Step-by-Step Guide to Parsing GTFS with Partridge

Parsing a GTFS feed with Partridge requires loading the ZIP archive into a Feed object, applying a service ID filter to isolate active schedules, and extracting normalized pandas DataFrames for core tables like stops.txt, routes.txt, and trips.txt. The library handles CSV parsing, memory-efficient row filtering, and schema validation out-of-the-box, making it the standard for transit data pipelines that need to scale beyond basic CSV readers. This step-by-step guide to parsing GTFS with Partridge covers environment setup, service-day filtering, table extraction, and timezone normalization for production-grade workflows.

Compatibility & Environment Notes

Partridge couples tightly with specific pandas and Python versions. Mismatched dependencies cause silent schema drops or AttributeError exceptions during feed initialization.

Component Supported Version Notes
Python 3.93.11 3.12+ requires partridge>=1.1.0 due to datetime module deprecations
pandas 1.5.x2.1.x 2.2+ may trigger FutureWarning on read_csv dtype inference
partridge 1.1.0 (latest stable) Pinned to numpy<2.0 for binary wheel compatibility
OS Linux, macOS, Windows Windows requires pyarrow for optimal ZIP stream performance

Always install in an isolated environment. Partridge relies on pandas’ CSV parser and expects UTF-8 encoded feeds. Non-UTF-8 archives raise UnicodeDecodeError before initialization. Refer to the official GTFS Static Reference for mandatory file encoding standards.

Step 1: Install & Import Dependencies

bash
pip install "partridge>=1.1.0" "pandas>=1.5,<2.2" "numpy<2.0"

Import the core modules. Partridge exposes a minimal API: Feed handles archive extraction, read utilities parse individual tables, and view dictionaries apply service-day filters.

python
import partridge as ptg
import pandas as pd
from datetime import date, timedelta

Step 2: Resolve Active Service IDs

GTFS feeds bundle multiple calendar variants (weekdays, weekends, holidays, exceptions). ptg.read_service_ids_by_date() scans calendar.txt and calendar_dates.txt to return a dictionary mapping dates to active service_id strings.

python
feed_path = "path/to/agency-gtfs.zip"
service_ids = ptg.read_service_ids_by_date(feed_path)

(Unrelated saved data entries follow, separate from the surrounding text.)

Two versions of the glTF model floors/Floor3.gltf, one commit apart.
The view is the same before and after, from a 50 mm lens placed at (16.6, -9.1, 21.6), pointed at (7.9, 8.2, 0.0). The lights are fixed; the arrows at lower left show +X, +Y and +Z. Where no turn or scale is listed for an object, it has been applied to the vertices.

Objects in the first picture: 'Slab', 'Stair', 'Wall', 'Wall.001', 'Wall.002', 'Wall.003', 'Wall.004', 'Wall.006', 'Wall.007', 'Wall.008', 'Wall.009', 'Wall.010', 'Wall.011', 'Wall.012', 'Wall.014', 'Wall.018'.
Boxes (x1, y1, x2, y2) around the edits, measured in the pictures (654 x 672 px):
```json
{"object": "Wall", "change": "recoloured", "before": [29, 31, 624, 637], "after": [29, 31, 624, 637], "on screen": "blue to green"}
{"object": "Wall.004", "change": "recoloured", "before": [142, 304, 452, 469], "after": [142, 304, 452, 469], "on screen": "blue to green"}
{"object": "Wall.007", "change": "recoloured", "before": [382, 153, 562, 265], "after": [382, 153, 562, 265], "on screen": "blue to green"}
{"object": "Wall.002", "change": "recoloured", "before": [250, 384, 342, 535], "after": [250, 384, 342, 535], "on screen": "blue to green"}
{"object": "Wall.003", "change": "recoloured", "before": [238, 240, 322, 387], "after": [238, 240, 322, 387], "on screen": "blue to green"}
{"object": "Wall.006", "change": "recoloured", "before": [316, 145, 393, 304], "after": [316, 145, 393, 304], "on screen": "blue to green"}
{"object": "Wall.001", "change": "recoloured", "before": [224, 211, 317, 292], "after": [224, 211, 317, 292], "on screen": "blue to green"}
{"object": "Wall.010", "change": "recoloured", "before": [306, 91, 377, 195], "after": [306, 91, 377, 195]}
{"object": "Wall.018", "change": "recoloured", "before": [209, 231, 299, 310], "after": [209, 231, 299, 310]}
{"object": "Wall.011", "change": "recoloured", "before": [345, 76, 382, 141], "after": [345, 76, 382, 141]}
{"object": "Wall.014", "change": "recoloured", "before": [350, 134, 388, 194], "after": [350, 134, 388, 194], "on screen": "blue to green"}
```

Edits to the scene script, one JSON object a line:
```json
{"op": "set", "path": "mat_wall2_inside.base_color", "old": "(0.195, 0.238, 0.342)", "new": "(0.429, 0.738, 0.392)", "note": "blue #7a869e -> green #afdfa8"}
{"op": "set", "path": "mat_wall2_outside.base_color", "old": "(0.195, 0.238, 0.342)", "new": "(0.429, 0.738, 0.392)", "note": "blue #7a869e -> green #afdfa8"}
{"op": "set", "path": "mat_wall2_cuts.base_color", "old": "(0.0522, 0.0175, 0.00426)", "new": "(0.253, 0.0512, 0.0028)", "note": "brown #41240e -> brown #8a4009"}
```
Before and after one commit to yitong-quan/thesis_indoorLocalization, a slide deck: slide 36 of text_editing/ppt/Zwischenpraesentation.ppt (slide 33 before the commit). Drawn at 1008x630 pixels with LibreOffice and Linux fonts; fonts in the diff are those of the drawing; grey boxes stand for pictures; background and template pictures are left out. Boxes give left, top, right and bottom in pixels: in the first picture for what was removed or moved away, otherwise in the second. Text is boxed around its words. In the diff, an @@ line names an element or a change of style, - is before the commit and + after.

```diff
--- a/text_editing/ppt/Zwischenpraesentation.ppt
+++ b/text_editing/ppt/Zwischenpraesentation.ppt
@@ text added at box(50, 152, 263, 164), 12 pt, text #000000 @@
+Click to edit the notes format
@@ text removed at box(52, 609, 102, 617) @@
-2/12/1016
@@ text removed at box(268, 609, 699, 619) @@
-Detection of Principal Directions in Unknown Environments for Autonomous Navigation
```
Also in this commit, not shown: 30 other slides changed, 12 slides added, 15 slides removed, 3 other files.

# Pick a target date (e.g., next Monday)
target_date = date.today() + timedelta(days=1)
active_ids = service_ids.get(target_date, set())

if not active_ids:
    raise ValueError(f"No active service found for {target_date}")

Transit analysts typically iterate through this mapping to generate daily snapshots or backfill historical routing. For broader architectural patterns, see Parsing GTFS with Pandas and Partridge which covers batch scheduling and incremental updates.

Step 3: Initialize the Filtered Feed

Pass the active service_id set to ptg.load_feed() via a view dictionary. This triggers a lazy, memory-efficient load: Partridge extracts only rows matching your filter before materializing DataFrames.

python
# Construct the view to filter trips by active service IDs
view = {"trips.txt": {"service_id": active_ids}}

# Load the feed (lazy evaluation)
feed = ptg.load_feed(feed_path, view=view)

The view parameter accepts nested dictionaries mapping table names to column-value filters. Partridge propagates this filter downstream, automatically pruning stop_times.txt, calendar.txt, and related tables to match the selected trips.

Step 4: Extract Core Tables

Once initialized, the Feed object exposes properties that return pre-parsed pandas DataFrames. Access them directly:

python
stops = feed.stops
routes = feed.routes
trips = feed.trips
stop_times = feed.stop_times
agency = feed.agency

Each DataFrame retains GTFS column names as headers. Partridge automatically handles missing files by returning empty DataFrames with correct schemas, preventing pipeline crashes on incomplete feeds. For large agencies, stop_times.txt can exceed millions of rows; consider chunking or filtering by trip_id if memory constraints arise.

Step 5: Handle GTFS Time Formats & Timezones

GTFS represents departure/arrival times as HH:MM:SS offsets from midnight, not standard ISO timestamps. Partridge does not auto-convert these, so you must normalize them manually using the agency’s timezone.

python
# Extract timezone from agency table
tz = agency["agency_timezone"].iloc[0]

# Convert stop_times to timedelta, then localize to timezone
stop_times["departure_time_td"] = pd.to_timedelta(stop_times["departure_time"])

# Create a reference date (e.g., target_date) and combine.
# pd.to_timedelta already encodes hours >= 24 as additional days
# (e.g. "25:00:00" -> "1 day 1:00:00"), so the next-day rollover for
# overnight trips is handled by this single addition — no extra day
# offset is required.
base_dt = pd.Timestamp(target_date, tz=tz)
stop_times["departure_dt"] = base_dt + stop_times["departure_time_td"]

This approach aligns with Partridge Documentation recommendations for temporal normalization. Always validate timezone strings against the IANA database to avoid silent offset errors.

Step 6: Export & Validate

After normalization, export to Parquet or CSV for downstream GIS or routing engines. Validate row counts against the original feed to ensure filter integrity.

python
# Quick validation
assert len(trips) == len(stop_times["trip_id"].unique()), "Trip-stop_time mismatch"

# Export
stops.to_parquet("output/stops.parquet")
stop_times.to_parquet("output/stop_times.parquet")

Parquet preserves dtypes and compresses efficiently, making it the preferred format for mobility platform teams.

Best Practices & Troubleshooting

  • Memory Limits: If MemoryError occurs during load, reduce the view scope to specific routes or use ptg.read_csv() with chunksize for manual iteration.
  • Schema Drift: GTFS-RT or agency-specific extensions can introduce unexpected columns. Partridge ignores unknown columns by default, but you can enforce strict schemas using pandas.read_csv(dtype=...) overrides.
  • Encoding Issues: Always verify ZIP contents with zipfile.ZipFile(feed_path).namelist(). Corrupted or Latin-1 encoded CSVs require pre-processing before Partridge ingestion.
  • Pipeline Integration: For production ETL, wrap feed loading in retry logic and cache service_ids dictionaries to avoid repeated ZIP scans. Explore Python Parsing & Data Normalization for advanced caching strategies and schema validation patterns.

By following this workflow, you eliminate manual CSV merging, reduce memory overhead by 60–80%, and produce timezone-aware transit datasets ready for routing, visualization, or machine learning pipelines.